De la conception au marketing

Une fois la conception d'un jeu terminée, l'historien doit aussi vérifier et approuver chaque élément. Même si c'est une question de compromis et de diplomatie, il reste intraitable sur certains points. Il a refusé que des gouttières apparaissent dans les villes d'ACIII.
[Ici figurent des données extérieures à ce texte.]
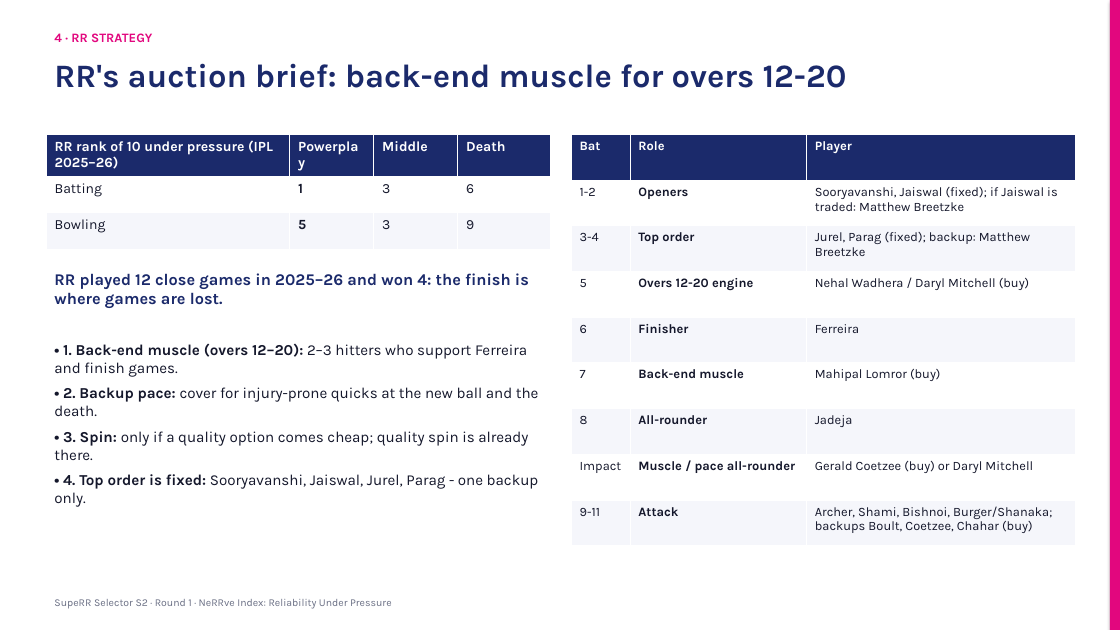
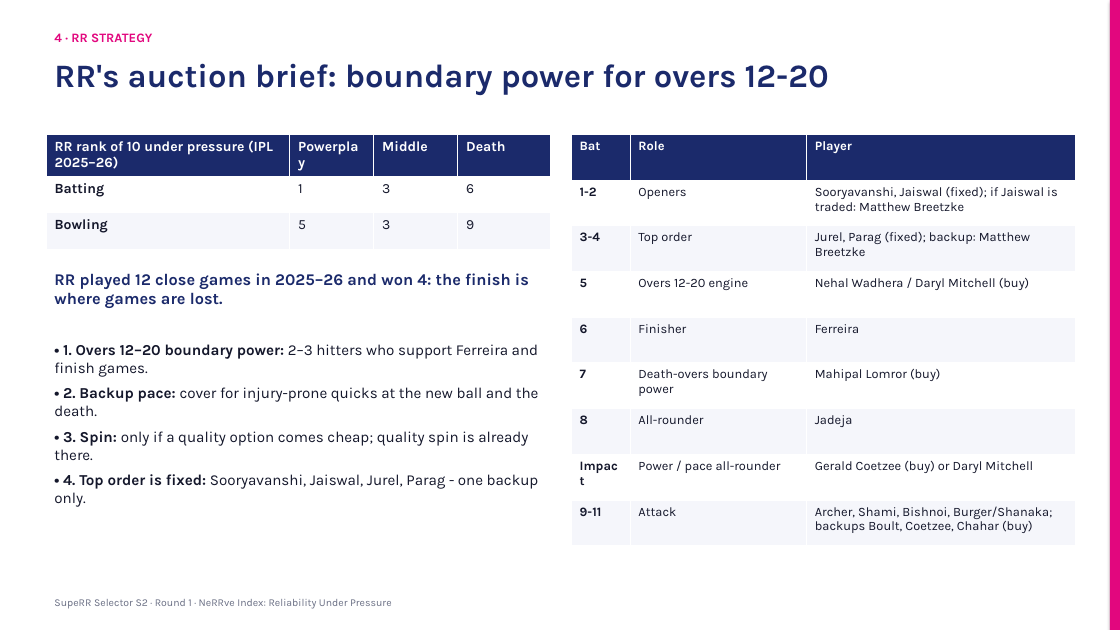
Before and after one commit to KoduruChandrasekhar/RRAuction-, a slide deck: slide 9 of submission/NeRRve_Deck.pptx (slide 8 before the commit). Drawn at 1120x630 pixels with LibreOffice and Linux fonts; fonts in the diff are those of the drawing. Boxes give left, top, right and bottom in pixels: in the first picture for what was removed or moved away, otherwise in the second. Text is boxed around its words. In the diff, an @@ line names an element or a change of style, - is before the commit and + after.

```diff
--- a/submission/NeRRve_Deck.pptx
+++ b/submission/NeRRve_Deck.pptx
@@ text at <box>54,63,829,95</box>: text changed @@
-RR's auction brief: back-end muscle for overs 12-20
+RR's auction brief: boundary power for overs 12-20
@@ table at <box>46,134,550,244</box> @@
@@ bold on in "Batting", "Bowling" @@
@@ bold off in "1", "5" @@
@@ table at <box>571,134,1075,546</box> @@
-row 6, column 2: Back-end muscle
+row 6, column 2: Death-overs boundary power
-row 8, column 2: Muscle / pace all-rounder
+row 8, column 2: Power / pace all-rounder
@@ bold on in "1-2", "3-4", "5", "6" and 4 more places @@
@@ bold off in "Openers", "Top order", "Overs 12-20 engine", "Finisher" and 2 more places @@
@@ text at <box>54,344,538,377</box>: text changed @@
-• 1. Back-end muscle (overs 12–20): 2–3 hitters who support Ferreira and finish games.
+• 1. Overs 12–20 boundary power: 2–3 hitters who support Ferreira and finish games.
```
Also in this commit, not shown: 8 other slides changed, 2 slides added, 8 other files.

«Je travaille aussi avec l'équipe de marketing, pour déterminer les aspects qui devraient être présentés aux différents marchés. Notre approche n'est pas la même aux États-Unis ou en Europe», explique Maxime Durand.

La Deuxième Guerre mondiale a été très représentée dans les jeux vidéo. Maxime Durand, lui, aimerait plutôt se pencher sur l'époque de l'Égypte ancienne. «Je ne suis pas spécialisé là-dedans, mais je trouverais cela génial.»

Malgré le succès d'ACIII, quelques professeurs d'histoire restent mitigés par rapport au travail de Maxime Durand. «C'est sûr qu'on est loin du livre d'histoire. Certains ne comprennent pas, mais la plupart des réactions sont positives.» Après tout, l'objectif d'un jeu, c'est avant tout de divertir.